Methods: This 12-week prospective cohort study involves recently discharged (≤4 weeks) patients with COPD exacerbations. Additional eligibility criteria include airflow obstruction by spirometry, inability to attend pulmonary rehabilitation (PR) and no medical contraindications to participation, as determined by the patient’s physician. Patients are enrolled while hospitalized or during outpatient clinic follow-up appointments, attend 5 in-person outpatient study visits (eligibility/baseline visit, and visits on week 1, 2, 4 and 12) and are asked to carry pedometers for physical activity monitoring. To reduce participant burden, visits are scheduled around the time of clinical appointments and participants receive monetary compensation.

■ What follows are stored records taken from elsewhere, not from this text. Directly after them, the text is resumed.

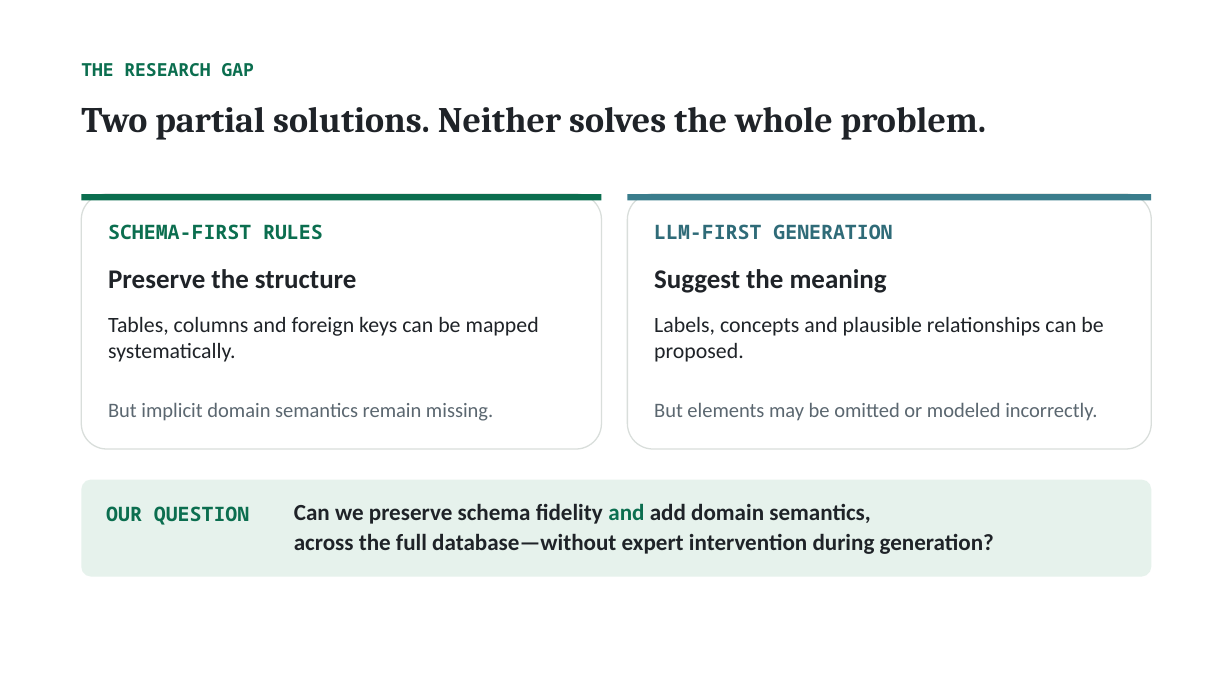
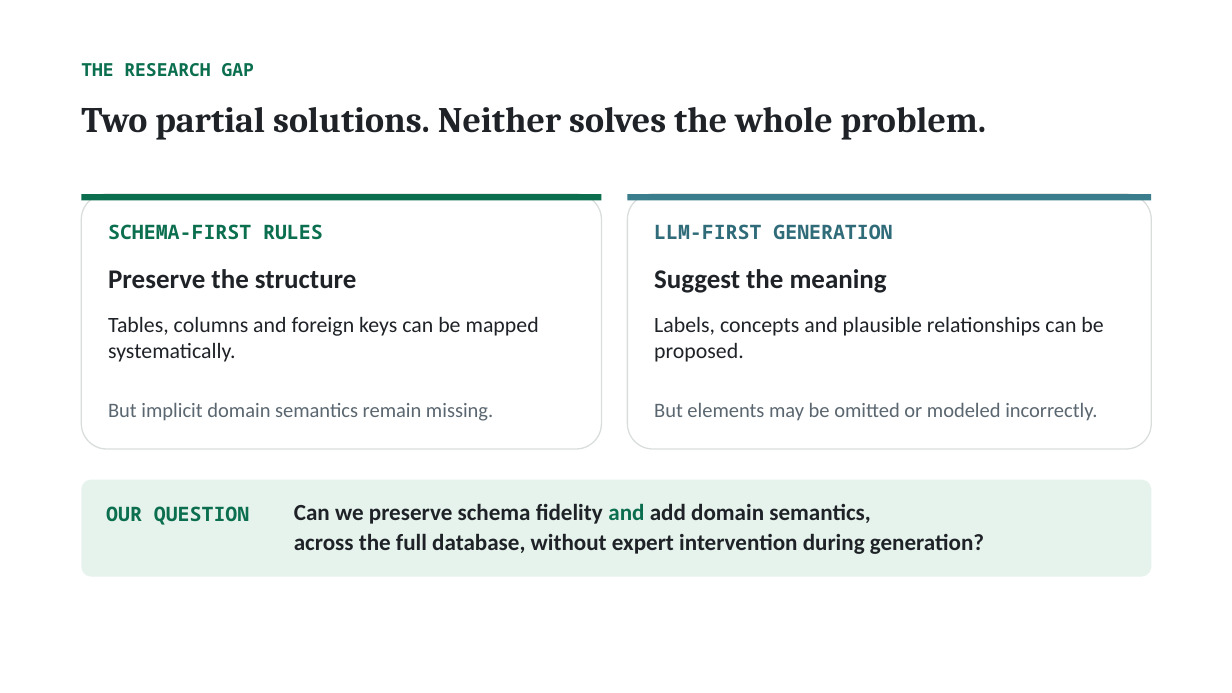
Before and after one commit to NadeenAhmad/rigor_private, a slide deck: slide 4 of presentation/RIGOR_ISWC2026.pptx. Drawn at 1232x693 pixels with LibreOffice and Linux fonts; fonts in the diff are those of the drawing. Boxes give left, top, right and bottom in pixels: in the first picture for what was removed or moved away, otherwise in the second. Text is boxed around its words. In the diff, an @@ line names an element or a change of style, - is before the commit and + after.

```diff
--- a/presentation/RIGOR_ISWC2026.pptx
+++ b/presentation/RIGOR_ISWC2026.pptx
@@ text at [294, 503, 984, 554]: text changed @@
-Can we preserve schema fidelity and add domain semantics,
-across the full database—without expert intervention during generation?
+Can we preserve schema fidelity and add domain semantics,
+across the full database, without expert intervention during generation?
```
Also in this commit, not shown: 6 other slides changed, 12 other files.

Results: Over the first 6 months of recruitment, 81 hospitalized and 13 recently discharged patients were screened; 54 (57% of 94) were approached for enrollment, 44 (87% of 54) were considered eligible for informed consent, and 29 (66% of 44) provided informed consent. Reasons for declining to participate included study burden (e.g., time commitment, n=6) and lack of interest (n=5). Participants who provided informed consent were predominantly African American (93%), women (59%) and had less than high school education (58%). Of the 29 consented subjects, 21 were subsequently excluded for reasons including a change in eligibility status (e.g., change in diagnosis by the participant’s physician, n=4; lack of airflow obstruction on spirometry, n=4; enrollment in PR, n=3; new medical contraindication, n=1), and losses to follow-up (no-show to clinical follow-up appointments, n=3; death, n=1). Thus, over a 6-month period, of 94 patients screened, 87% of approached patients were considered to be initially eligible, 66% of initially eligible patients provided informed consent, and 21 (72%) consented participants subsequently met exclusion criteria with only 8 (28% of 29) participating in the study.

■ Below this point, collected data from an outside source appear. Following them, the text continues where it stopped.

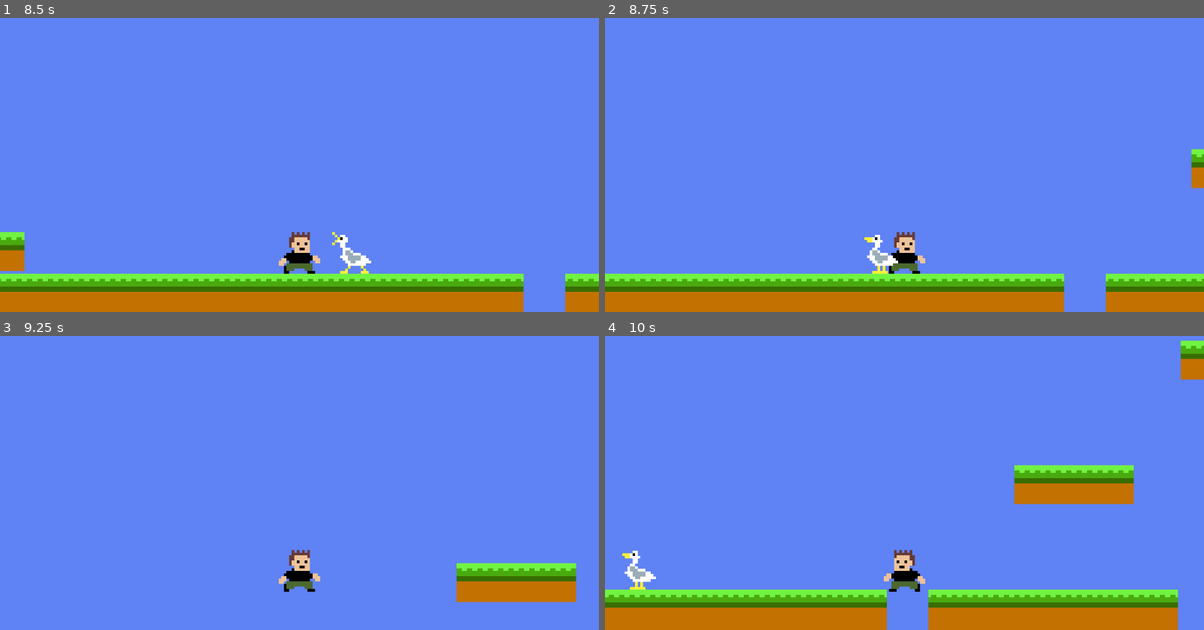
Above: before the commit, frames 1-4 (two rows, left to right).
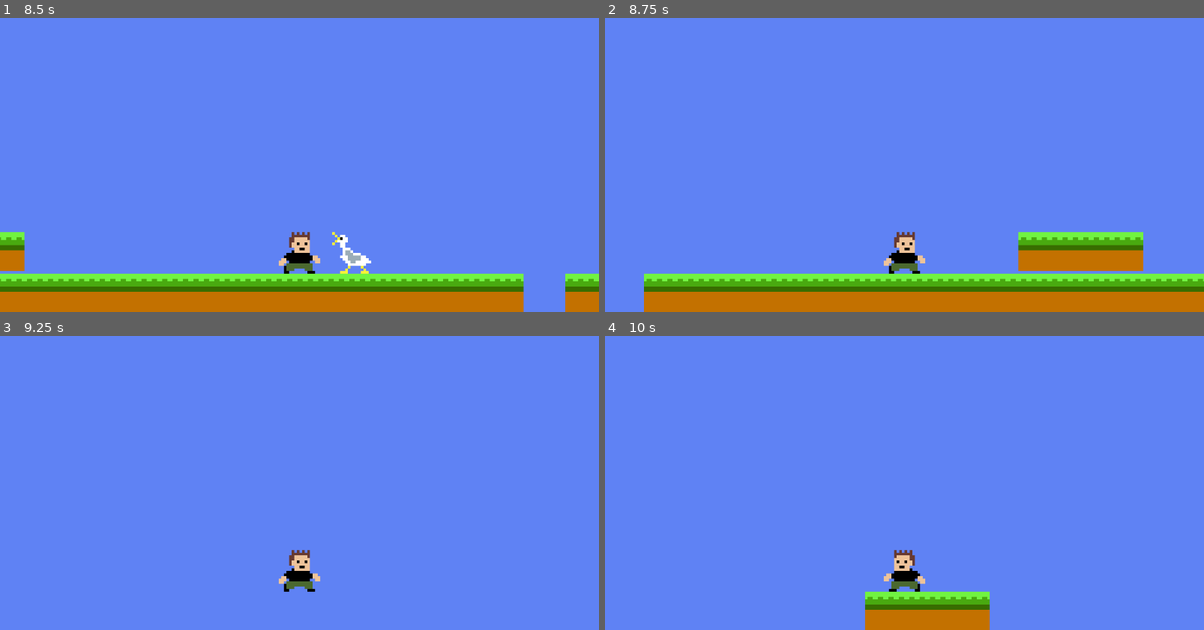
Above: after the commit, the same moments.

Repository: BrendanGasparin/gd-2d-platformer
Game: Godot game, scene res://Scenes/Levels/W1L1.tscn
Two runs of this game, one before a commit and one after it. Both use one fixed random seed, a clock stepped at 60 frames per second and the inputs below.
Inputs:
- Up to frame 1 (8.5 s): tap Enter at 0.5, 3.5, 6.5 s; hold Right (move_right) 0.53-2.03 s; tap Up (jump) at 0.77, 1.52, 3.02, 3.77, 4.52, 6.02, 6.77, 7.52 s; tap Space at 1.25, 5, 8 s; hold Left (move_left) 2.03-2.78 s; hold Right (move_right) 2.78-4.28 s; hold Left (move_left) 4.28-5.03 s; hold Right (move_right) 5.03-5.78 s; hold Left (move_left) 5.78-7.28 s; hold Right (move_right) from 7.28 s (still down)
- Up to frame 2 (8.75 s): keep holding Right (move_right)
- Up to frame 3 (9.25 s): keep holding Right (move_right); tap Up (jump) at 9.02 s
- Up to frame 4 (10 s): release Right (move_right) at 9.53 s; hold Left (move_left) from 9.53 s (still down); tap Up (jump) at 9.77 s

Frame 1 is identical in both runs. In frame 2, 5.8% of the frame differs, in the area x 0-100%, y 44-100%; in frame 3, 2.7%; in frame 4, 15%, in the area x 0-100%, y 1-100%.

Commit message:
Implement player damage and game over

Diff:
--- a/Scripts/enemy_patroller.gd
+++ b/Scripts/enemy_patroller.gd
@@ -27,5 +27,4 @@
 	if not body.is_in_group("Player"):
 		return
 
-	# TODO: Deal damage to player
-	print("Deal damage to player.")
+	body.take_damage(1)
--- a/Scripts/player.gd
+++ b/Scripts/player.gd
@@ -5,6 +5,8 @@
 @export var braking : float = 10
 @export var gravity : float = 500
 @export var jump_force : float = 220
+
+@export var health: int = 3
 
 @onready var sprite : Sprite2D = $Sprite
 @onready var anim : AnimationPlayer = $AnimationPlayer
@@ -42,3 +44,11 @@
 		anim.play("move")
 	else:
 		anim.play("idle")
+
+func take_damage(amount : int):
+	health -= amount
+	if health <= 0:
+		game_over()
+
+func game_over():
+	get_tree().change_scene_to_file("res://Scenes/Levels/W1L1.tscn")

Discussion: There are multiple challenges to enrolling participants in practice-based research involving physical activity promotion following a hospitalization for COPD. The vast majority of patients hospitalized with COPD in this clinical setting were uninterested or ineligible to be enrolled as study participants. Future real-world studies of interventions for COPD patients will require more tailored recruitment strategies, a more flexible enrollment criteria and minimization of study burden on participants.